Number Cruncher Statistical System (NCSS-Kaysville, Utah, USA) 2007 program was used for statistical analysis. Descriptive statistical methods (mean ± standard deviation [SD], median, frequency, ratio, minimum, maximum) were used when evaluating the study data. Kaplan-Meier survival analysis and logrank test were used in survival studies. Pearson chi-square test and Fisher-Freeman-Halton test were used to compare qualitative data. Significance was evaluated at at least p<0.05.

Results

Pneumonectomy was performed in 18.8% (n=80) of the cases, and lobectomy/bilobectomy was performed in 81.2% (n=345). Table 3 includes data of the cell type. The tumor cell type was adenocarcinoma in 35.1% (n=149), large cell carcinoma in 12% (n=51), squamous cell carcinoma in 45.4% (n=193), and 7.5% (n=32) of the cases were found to be carcinomas with other cell types. Among the cases, it was found that age (p=0.103), gender (p=0.060), and tumor histology (p=0.632) had no effect on survival, and the exitus rate in the pneumonectomy group was higher than the lobectomy and bilobectomy group (p=0.022).

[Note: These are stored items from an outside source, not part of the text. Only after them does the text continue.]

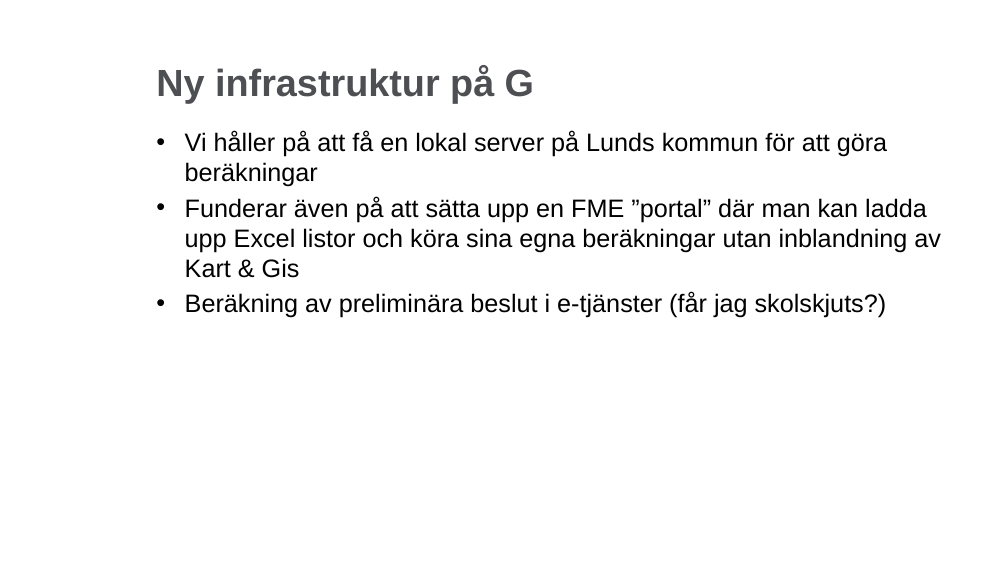
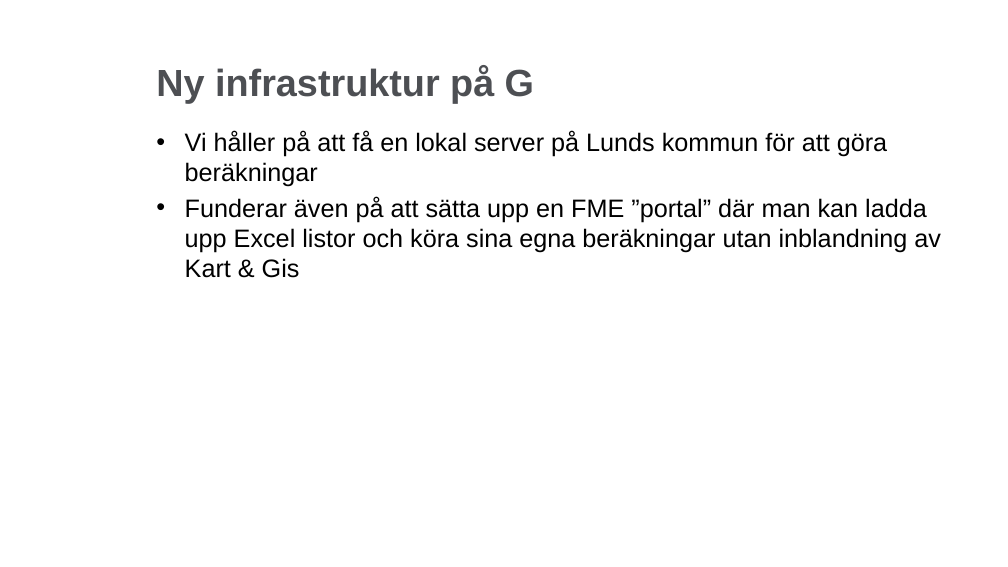
Before and after one commit to lundopendata/relativnarhet, a slide deck: slide 17 of RelativNarhetGeodatasamverkan2018.pptx (slide 16 before the commit). Drawn at 1008x567 pixels with LibreOffice and Linux fonts; fonts in the diff are those of the drawing; background and template pictures are left out. Boxes give left, top, right and bottom in pixels: in the first picture for what was removed or moved away, otherwise in the second. Text is boxed around its words. In the diff, an @@ line names an element or a change of style, - is before the commit and + after.

```diff
--- a/RelativNarhetGeodatasamverkan2018.pptx
+++ b/RelativNarhetGeodatasamverkan2018.pptx
@@ text at (185,292,887,318): paragraph removed @@
-• Beräkning av preliminära beslut i e-tjänster (får jag skolskjuts?)
```
Also in this commit, not shown: 10 other slides changed, 3 slides added.

Table 3. Distribution of descriptive characteristics

The survival of 425 cases included in the statistical study was determined as 67.1%, and the average survival time was 46.75±0.96 months. With the 8^th staging classification, no change was observed in any parameters or general stage of 148 of 425 cases (34.8%).

When classifying according to the 8^th TNM in the T parameter, it was observed that there was a transition to advanced T between the groups. Case distribution is given in Figure 1. When the N parameter is examined; 63.5% (n=270) N0 cases, 27.5% (n=117) N1 cases, and 8.9% (n=38) N2 cases were detected. When the T parameter remained the same, the number of cases whose stage increased due to the nodal parameter was 9.4% (n=40), and the patients whose stage increased due to both the increase in the T parameter and the nodal parameter was 6.8% (n=29). The cases whose stage increased because the T parameter had changed were found to be 29.6% (n=126), and the cases whose stage did not change even though the T parameter increased in the 8^th stage were found to be 5.9% (n=25).

Figure 1. Case distribution according to T parameter.

It was found that the median tumor size decreased in all T parameter stages except T4 as seen in Table 4, and there was an increase in tumor size in the T4 group.

Table 4. Tumor size distributions according to T parameter in the 7th and 8th TNM

When the general stage of the patients who underwent surgery is evaluated according to the 8^th TNM, it is seen in Figure 2 that a new case distribution emerges in the IIIB group.

Figure 2. Case distribution according to general stage.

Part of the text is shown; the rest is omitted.